Part Number: ADS54J54EVM
Other Parts Discussed in Thread: LMK04828, ADS54J54

I'm connecting the ADS54j54evm to a Xilinx FPGA evaluation board through an FMC connector.  I'm observing some strange behavior when I test the ADC.   Here is the background:

  • I am using a sample rate of 500 Msps, and two lanes.  LMFS=8411
  • I can receive the  test patterns (incrementing pattern or alternating pattern) across both lanes without issue.
  • I then input a 10 MHz, 0 dBm sine wave into the ADC and observe the output inside the FPGA.  The FPGA has a Xilinx JESD204b core in the design to do the decoding.  The upper lane that represents bits 13:6 of the input signal look good.  The lower lane with bit 5:0 is random data.  It's not a good signal -- the FPGA decode is showing errors on that lane.
  • If I change the frequency or amplitude of the sine wave, the good lane will go bad as well.   The only way to recover is to assert "sync" to the ADC, and then the one MSB lane does recover. 
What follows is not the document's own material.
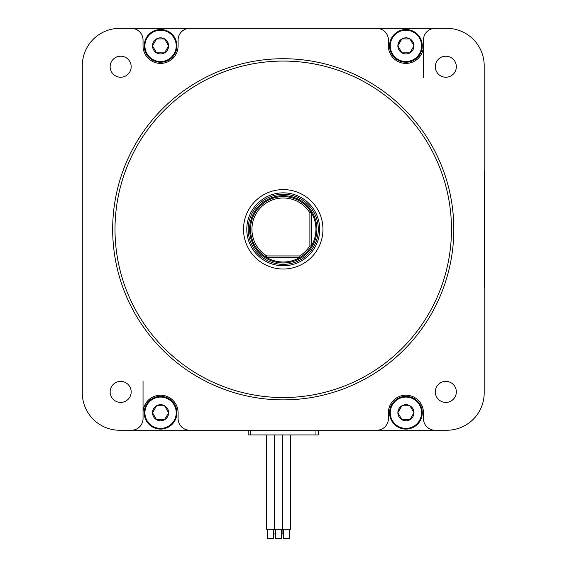<?xml version="1.0" encoding="UTF-8"?>
<svg xmlns="http://www.w3.org/2000/svg" width="567" height="567" viewBox="0 0 567 567"><rect width="100%" height="100%" fill="white"/><g stroke="black" fill="none" stroke-linecap="round" stroke-linejoin="round"><path stroke-width="0.85" d="M435.123 430.254L376.708 430.254A11.68 11.68 0 0 0 388.395 418.574L388.395 412.733A17.527 17.527 0 0 1 405.915 395.206A17.527 17.527 0 0 1 423.443 412.733L423.443 418.574A11.68 11.68 0 0 0 435.123 430.254L446.81 430.254A37.387 37.387 0 0 0 484.197 392.867L484.197 65.737A37.387 37.387 0 0 0 446.81 28.35L435.123 28.35A11.68 11.68 0 0 0 423.443 40.03L423.443 45.877A17.527 17.527 0 0 1 405.915 63.398A17.527 17.527 0 0 1 388.395 45.877L388.395 40.03A11.68 11.68 0 0 0 376.708 28.35L189.775 28.35A11.68 11.68 0 0 0 178.095 40.03L178.095 45.877A17.527 17.527 0 0 1 160.567 63.398A17.527 17.527 0 0 1 143.04 45.877L143.04 40.03A11.68 11.68 0 0 0 131.36 28.35L119.68 28.35A37.387 37.387 0 0 0 82.293 65.737L82.293 392.867A37.387 37.387 0 0 0 119.68 430.254L131.36 430.254A11.68 11.68 0 0 0 143.04 418.574L143.04 412.733A17.527 17.527 0 0 1 160.567 395.206A17.527 17.527 0 0 1 178.095 412.733L178.095 418.574A11.68 11.68 0 0 0 189.775 430.254L131.36 430.254M376.708 28.35L435.123 28.35M131.36 28.35L189.775 28.35M189.775 430.254L376.708 430.254M435.314 391.889A10.518 10.518 0 0 0 445.825 402.407A10.518 10.518 0 0 0 456.343 391.889A10.518 10.518 0 0 0 445.825 381.371A10.518 10.518 0 0 0 435.314 391.889M110.14 391.889A10.518 10.518 0 0 0 120.658 402.407A10.518 10.518 0 0 0 131.175 391.889A10.518 10.518 0 0 0 120.658 381.371A10.518 10.518 0 0 0 110.14 391.889M110.14 66.715A10.518 10.518 0 0 0 120.658 77.232A10.518 10.518 0 0 0 131.175 66.715A10.518 10.518 0 0 0 120.658 56.204A10.518 10.518 0 0 0 110.14 66.715M435.314 66.715A10.518 10.518 0 0 0 445.825 77.232A10.518 10.518 0 0 0 456.343 66.715A10.518 10.518 0 0 0 445.825 56.204A10.518 10.518 0 0 0 435.314 66.715M453.82 229.302A170.575 170.575 0 0 0 283.245 58.727A170.575 170.575 0 0 0 112.663 229.302A170.575 170.575 0 0 0 283.245 399.877A170.575 170.575 0 0 0 453.82 229.302M451.481 229.302A168.243 168.243 0 0 0 283.245 61.066A168.243 168.243 0 0 0 115.002 229.302A168.243 168.243 0 0 0 283.245 397.545A168.243 168.243 0 0 0 451.481 229.302M243.519 229.302A39.725 39.725 0 0 0 283.245 269.027A39.725 39.725 0 0 0 322.963 229.302A39.725 39.725 0 0 0 283.245 189.584A39.725 39.725 0 0 0 243.519 229.302M318.293 229.302A35.048 35.048 0 0 0 283.245 194.254A35.048 35.048 0 0 0 248.19 229.302A35.048 35.048 0 0 0 283.245 264.357A35.048 35.048 0 0 0 318.293 229.302M316.889 229.302A33.651 33.651 0 0 0 283.245 195.658A33.651 33.651 0 0 0 249.593 229.302A33.651 33.651 0 0 0 283.245 262.953A33.651 33.651 0 0 0 316.889 229.302M299.702 255.944L300.092 257.34A32.716 32.716 0 0 1 266.391 257.34L300.092 257.34A32.716 32.716 0 0 0 274.499 197.777A32.716 32.716 0 0 0 266.391 257.34L266.788 255.944L299.702 255.944A31.313 31.313 0 0 0 309.88 245.759L309.88 212.845A31.313 31.313 0 0 0 261.103 207.161A31.313 31.313 0 0 0 266.788 255.944M309.88 212.845L311.283 212.455L311.283 246.156L311.283 212.455A32.716 32.716 0 0 0 250.529 229.302M311.283 246.156L309.88 245.759M278.567 430.254L411.762 430.254M143.04 381.187L143.04 418.574M154.727 28.35L411.762 28.35L154.727 28.35M423.443 77.417L423.443 40.03M282.075 529.302L282.075 533.979L283.479 533.979M275.066 529.302L275.066 533.979L273.663 533.979M318.293 430.254L318.293 434.932L248.19 434.932L248.19 430.254M289.553 529.302L289.553 538.65L283.479 538.65L283.479 529.302M290.488 434.932L290.488 529.302L266.653 529.302L266.653 434.932M281.608 529.302L281.608 538.65L275.534 538.65L275.534 529.302M273.663 529.302L273.663 538.65L267.589 538.65L267.589 529.302M484.197 287.717L484.665 287.717L484.665 170.887L484.197 170.887M484.665 247.637L484.665 256.05M484.665 226.757L484.665 238.034M484.665 210.612L484.665 219.025M484.665 193.893L484.665 202.306M389.564 412.733A16.358 16.358 0 0 0 405.915 429.091A16.358 16.358 0 0 0 422.273 412.733A16.358 16.358 0 0 0 405.915 396.376A16.358 16.358 0 0 0 389.564 412.733M390.259 412.733A15.656 15.656 0 0 1 405.915 397.077A15.656 15.656 0 0 1 421.572 412.733A15.656 15.656 0 0 1 405.915 428.39A15.656 15.656 0 0 1 390.259 412.733M397.871 412.733A8.044 8.044 0 0 0 409.941 419.7A8.044 8.044 0 0 0 409.941 405.766A8.044 8.044 0 0 0 397.871 412.733L401.897 419.7L409.941 419.7L413.96 412.733L409.941 405.766L401.897 405.766L397.871 412.733M144.209 412.733A16.358 16.358 0 0 0 160.567 429.091A16.358 16.358 0 0 0 176.925 412.733A16.358 16.358 0 0 0 160.567 396.376A16.358 16.358 0 0 0 144.209 412.733M144.911 412.733A15.656 15.656 0 0 1 160.567 397.077A15.656 15.656 0 0 1 176.224 412.733A15.656 15.656 0 0 1 160.567 428.39A15.656 15.656 0 0 1 144.911 412.733M152.523 412.733A8.044 8.044 0 0 0 164.593 419.7A8.044 8.044 0 0 0 164.593 405.766A8.044 8.044 0 0 0 152.523 412.733L156.549 419.7L164.593 419.7L168.612 412.733L164.593 405.766L156.549 405.766L152.523 412.733M389.564 45.877A16.358 16.358 0 0 0 405.915 62.228A16.358 16.358 0 0 0 422.273 45.877A16.358 16.358 0 0 0 405.915 29.519A16.358 16.358 0 0 0 389.564 45.877M390.259 45.877A15.656 15.656 0 0 1 405.915 30.221A15.656 15.656 0 0 1 421.572 45.877A15.656 15.656 0 0 1 405.915 61.534A15.656 15.656 0 0 1 390.259 45.877M397.871 45.877A8.044 8.044 0 0 0 409.941 52.844A8.044 8.044 0 0 0 409.941 38.91A8.044 8.044 0 0 0 397.871 45.877L401.897 52.844L409.941 52.844L413.96 45.877L409.941 38.91L401.897 38.91L397.871 45.877M144.209 45.877A16.358 16.358 0 0 0 160.567 62.228A16.358 16.358 0 0 0 176.925 45.877A16.358 16.358 0 0 0 160.567 29.519A16.358 16.358 0 0 0 144.209 45.877M144.911 45.877A15.656 15.656 0 0 1 160.567 30.221A15.656 15.656 0 0 1 176.224 45.877A15.656 15.656 0 0 1 160.567 61.534A15.656 15.656 0 0 1 144.911 45.877M152.523 45.877A8.044 8.044 0 0 0 164.593 52.844A8.044 8.044 0 0 0 164.593 38.91A8.044 8.044 0 0 0 152.523 45.877L156.549 52.844L164.593 52.844L168.612 45.877L164.593 38.91L156.549 38.91L152.523 45.877M246.794 229.302A36.451 36.451 0 0 1 283.245 192.851A36.451 36.451 0 0 1 319.696 229.302A36.451 36.451 0 0 1 283.245 265.753A36.451 36.451 0 0 1 246.794 229.302M250.529 434.932L250.529 430.254M315.954 434.932L315.954 430.254M282.543 434.932L282.543 529.302L282.543 434.932M274.598 434.932L274.598 529.302L274.598 434.932"/></g></svg>

At this point I am stuck and can't figure out the source of the problem.  This could be a problem in the FPGA, but it's hard to determine at this point and I can use some guidance.   Here are some other steps that I tried that will be helpful.

  • I have replicated this exact behavior on our own hardware, which has the same ADC and FPGA on the same board.   So this rules out a hardware problem.
  • I've tried both using a continuous and a pulse-based SYSREF on the EVM, which made no difference.
  • I changed the configuration of the hardware to use a single lane.  In that case, the lane works for about 1000 clock cycles, followed by bad random data.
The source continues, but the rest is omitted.